In Turkish, the name Göbekli Tepe means ‘hill of the navel’ and to the anthropologists, such as Sandra Scham (2008:27), this is “the metaphor of a human birth to describe the creation of the world.” After her interpretation, the name of the site seems significant itself as by its name it refers to such sacred ‘navels’ as Cusco in Peru, Easter Island and Delphi in Greece (Ibid.:27). Local people believe the hill to be sacred as well (Conrad 2012).

Four stone circles

Ground penetrating radar has allowed to estimate the size of Göbekli Tepe to 300 by 300 metres (Conrad 2012). Professor Schmid and his team have so far excavated four huge stone circles, labelled as A, B, C, and D (Conrad 2012; Busacca 2017). They measure roughly from 10 to 30 metres in diameter (Ibid.). Each one is surrounded by a high stone wall, broken by intervals by large ‘T’-shaped pillars (Ibid.). In the middle of each, there are two massive monoliths up to five and a half metres tall (Ibid.). These enclosures are not analogous to any other existing archaeological structures in the world (Ibid.).

Göbekli Tepe. The main excavation area in the southeastern area of the mound in an aerial photograph by Erhan Kucuk and a schematic map with pillar numbering. Courtesy of the German Archaeological Institute, DAI. Source: Gesualdo Busacca (2017:317). “Places of Encounter: Relational Ontologies, Animal Depiction and Ritual Performance at Göbekli Tepe”. In: Cambridge Archaeological Journal, v. 27, issue 2, pp. 313-330.

Professor Schmid knew that the site has covered many more enclosures than just the unearthed four (Conrad 2012). The map generated from the ground penetrating radar survey reveals that there are at least other sixteen circular structures still buried beneath the hill, and some of them are situated much deeper than the uncovered four (Ibid.). These are hence the oldest enclosures of all, dated back to as far as 13 000 BC, which is the end of the last Ice Age (Ibid.).

Although only a small part of  Göbekli Tepe has been unearthed, it can be concluded that it was built in two successive stages (Busacca 2017:316). The first structures excavated there were erected as early as 10 000 B.C., that is to say in the early Pre-Pottery Neolithic A (Ibid.:316). Whereas the later remains are dated back to the later Pre-Pottery Neolithic B, and strangely they are much less sophisticated than the earliest structures which contain most of ‘T’ shaped pillars covered in zoomorphic sculpture (Ibid.:316). The earliest enclosures were built on the bedrock into slots only about ten centimetres deep (Conrad 2012). The builders set two central monoliths up to five and a half metres tall and carved from a single piece of stone, weighing up to fourteen and a half of tons (Ibid.).
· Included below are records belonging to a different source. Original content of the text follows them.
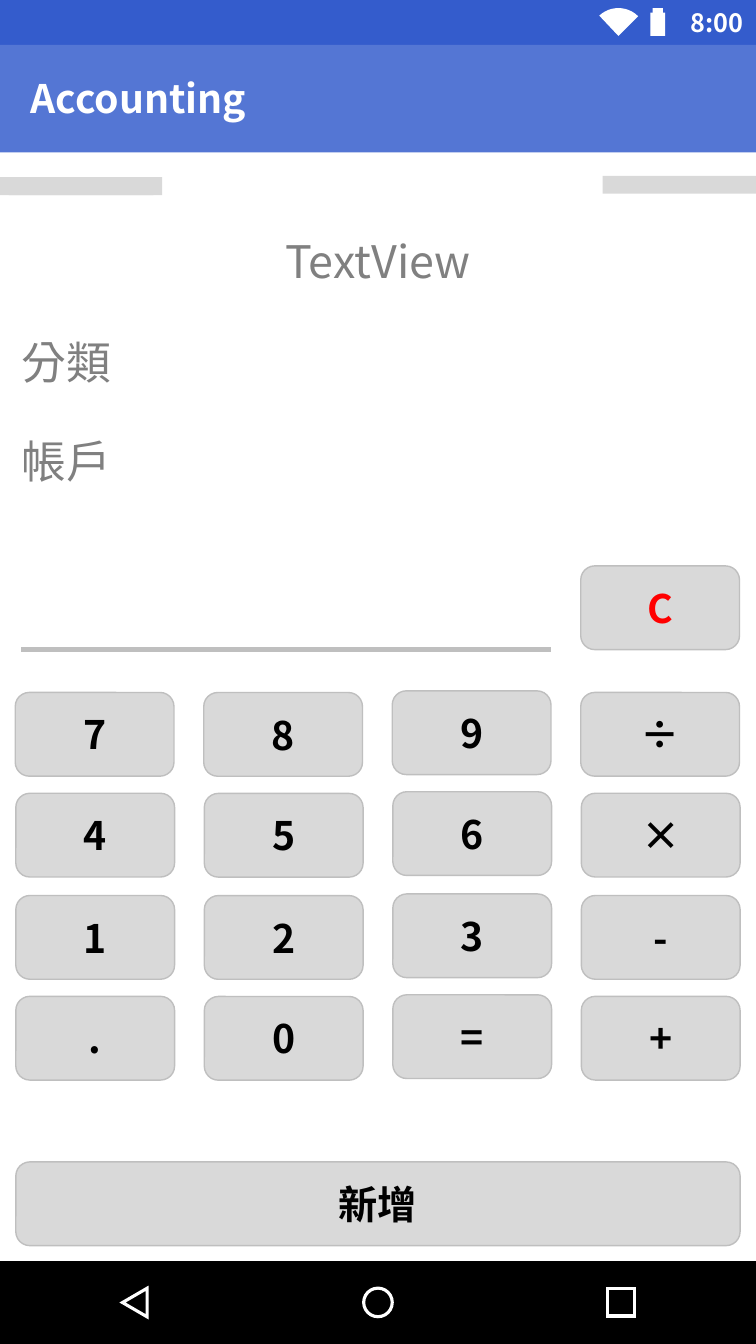
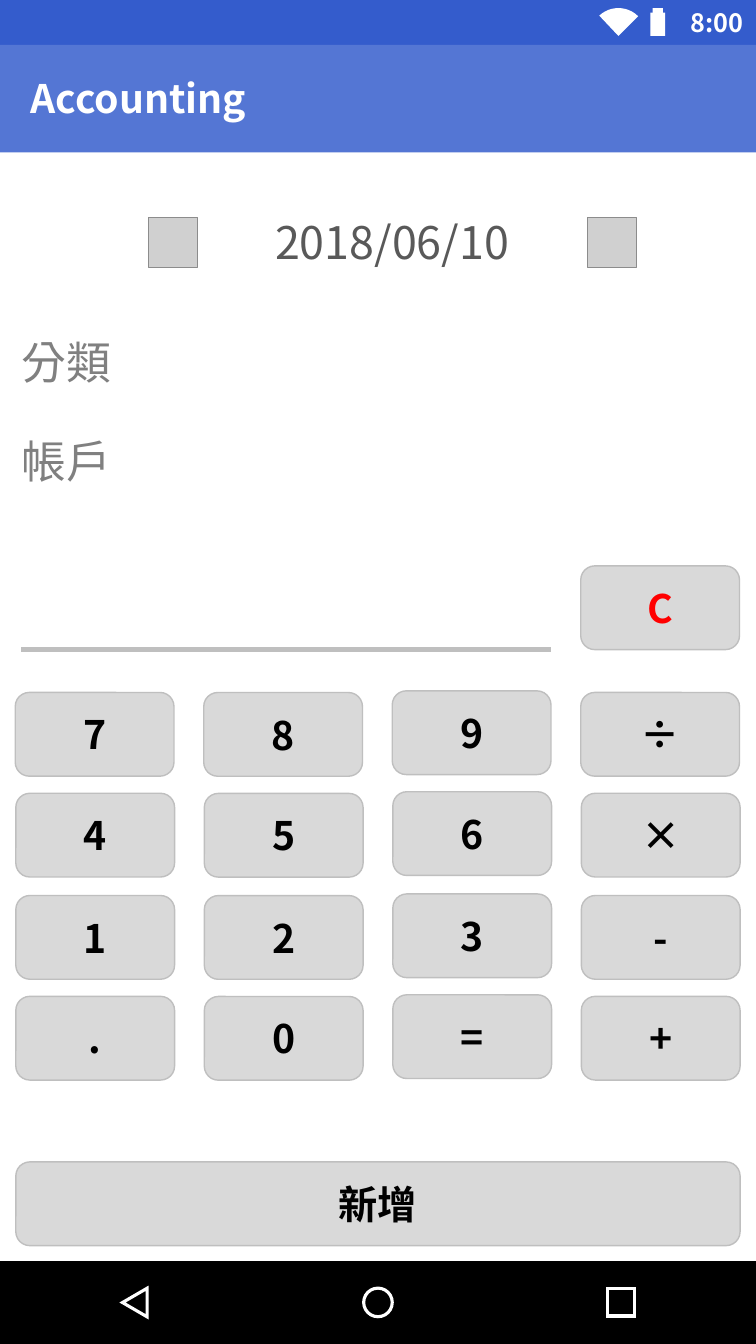
Before and after one commit to OctupusTea/OOAD, a slide deck: slide 1 of Final/影片動畫-孟瑾.pptx. Drawn at 756x1344 pixels with LibreOffice and Linux fonts; fonts in the diff are those of the drawing; grey boxes stand for pictures. Boxes give left, top, right and bottom in pixels: in the first picture for what was removed or moved away, otherwise in the second. Text is boxed around its words. In the diff, an @@ line names an element or a change of style, - is before the commit and + after.

Commit message:
(Small Changes)

```diff
--- a/Final/影片動畫-孟瑾.pptx
+++ b/Final/影片動畫-孟瑾.pptx
@@ rectangle removed at (x1=0, y1=177, x2=153, y2=196) @@
@@ rectangle removed at (x1=9, y1=177, x2=162, y2=196) @@
@@ rectangle removed at (x1=603, y1=175, x2=756, y2=194) @@
@@ picture added at (x1=149, y1=218, x2=199, y2=268) @@
@@ text added at (x1=275, y1=223, x2=509, y2=267), 32 pt, text #595959 @@
+2018/06/10
@@ picture added at (x1=588, y1=218, x2=637, y2=268) @@
@@ text removed at (x1=285, y1=243, x2=470, y2=279) @@
-TextView
```
Also in this commit, not shown: 5 other slides changed.
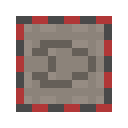
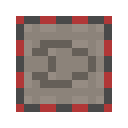
Layered file, before and after one edit (128x128). Changes by layer:
painted on "Background" over [16, 16, 104, 112]
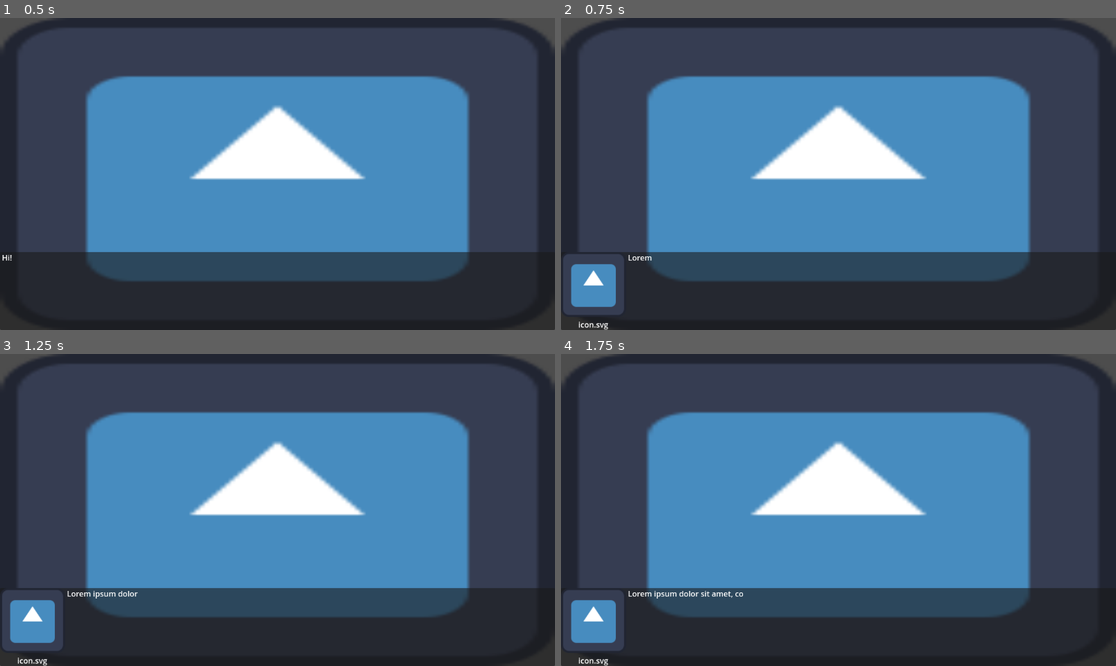
Above: before the commit, frames 1-4 (two rows, left to right).
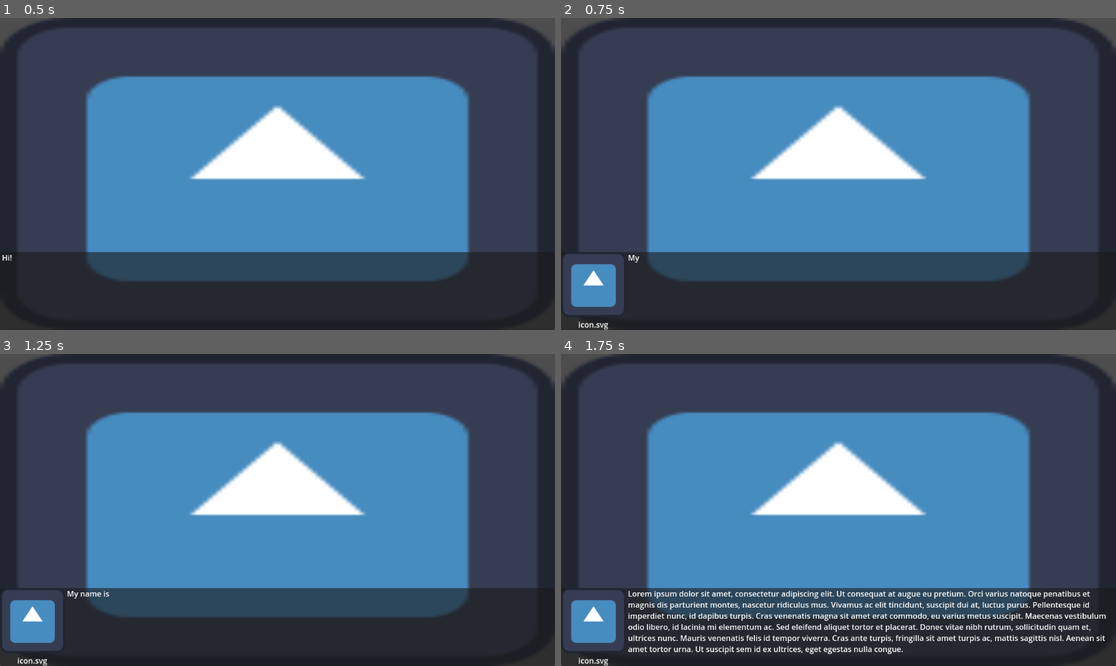
Above: after the commit, the same moments.

Repository: atirut-w/loremaster
Game: Godot game, scene res://scenes/dialogue_box_test/dialogue_box_test.tscn
Same seed, same stepped clock (60 frames per second), same inputs: the game is played once before the commit and once after it. The project has no main scene, so this scene is started directly. The engine's default icon, where the game draws it, is replaced by a stand-in: a white triangle on a blue panel in a dark square.
Inputs:
- Up to frame 1 (0.5 s): no input
- Up to frame 2 (0.75 s): tap Enter (ui_accept) at 0.5 s; hold Enter (ui_accept) from 0.53 s (still down)
- Up to frame 3 (1.25 s): keep holding Enter (ui_accept)
- Up to frame 4 (1.75 s): release Enter (ui_accept) at 1.28 s; tap Space (dialogue_continue) at 1.35 s; tap Enter (ui_accept) at 1.52, 1.55 s

Frame 1 is identical in both runs. In frame 2, less than 0.1% of the frame differs, in the area x 12-17%, y 75-79%; in frame 3, 0.1%; in frame 4, 4.2%, in the area x 12-99%, y 75-97%.

Commit message:
Make dialogue skip and continue use the same input action

Diff:
--- a/scenes/dialogue_box_test/test_controller.gd
+++ b/scenes/dialogue_box_test/test_controller.gd
@@ -15,12 +15,12 @@
 
 func _unhandled_input(event: InputEvent) -> void:
 	if event is InputEventKey:
-		if event.is_action_pressed("ui_cancel"):
+		if event.is_action_pressed("ui_accept"):
 			if animating:
 				animating = false
 				dialogue_label.visible_ratio = 1.0
-		if event.is_action_pressed("ui_accept"):
-			dialogue_completed.emit()
+			else:
+				dialogue_completed.emit()
 
 
 func _animate() -> void:

Enclosure D of Göbekli Tepe. Photo by Nico Becker, DAI. Photo source: German Archaeological Institute (DAI) (2020). “The Site” In: The Tepe Telegrams. News & Notes from the Göbekli Tepe Research Staff.

Around the two monoliths, the masons then built a wall of stones and mortar, nearly two metres tall (Ibid.). Set into the wall, there are smaller ‘T’ – shaped pillars between three and five metres high and weighing up to ten tons (Ibid.). Now disintegrated, there is the portal stone and apparently it was an entrance to the enclosure (Ibid.). Once incorporated vertically into the wall, it was carved from a single piece of stone, like pillars, and weighs several tons (Ibid.). Carving these huge sown blocks would have required considerable skills and some knowledge of geology as well (Ibid.).

More advanced technically than later constructions …?

Göbekli Tepe is a much more elaborated structure than Stonehenge, even if it apparently predates the British megaliths by about 6 500 years (Scham 2008:23; Conrad 2012). To build a place like this, Stone Age people would have required a pretty sophisticated level of organization, especially a well-coordinated workforce of stonemasons, diggers, quarry-men, and hundreds of people to drag the stones up and set them in place (Conrad 2012). Together with his colleagues, Klaus Schmidt estimates “that at least 500 people were required to hew the ten to fifty ton stone pillars from local queries, move then from as far as a quarter-mile [over four hundred metres] away, and erect them” (Scham 2008:26). Moreover, according to the theory of the Neolithic Revolution, people had not yet domesticated packed animals at that time to make them assist and so speed up the construction of the stone circles (Conrad 2012). So how did they manage to build something so monumental before they even discovered how to make a clay pot? (Ibid.).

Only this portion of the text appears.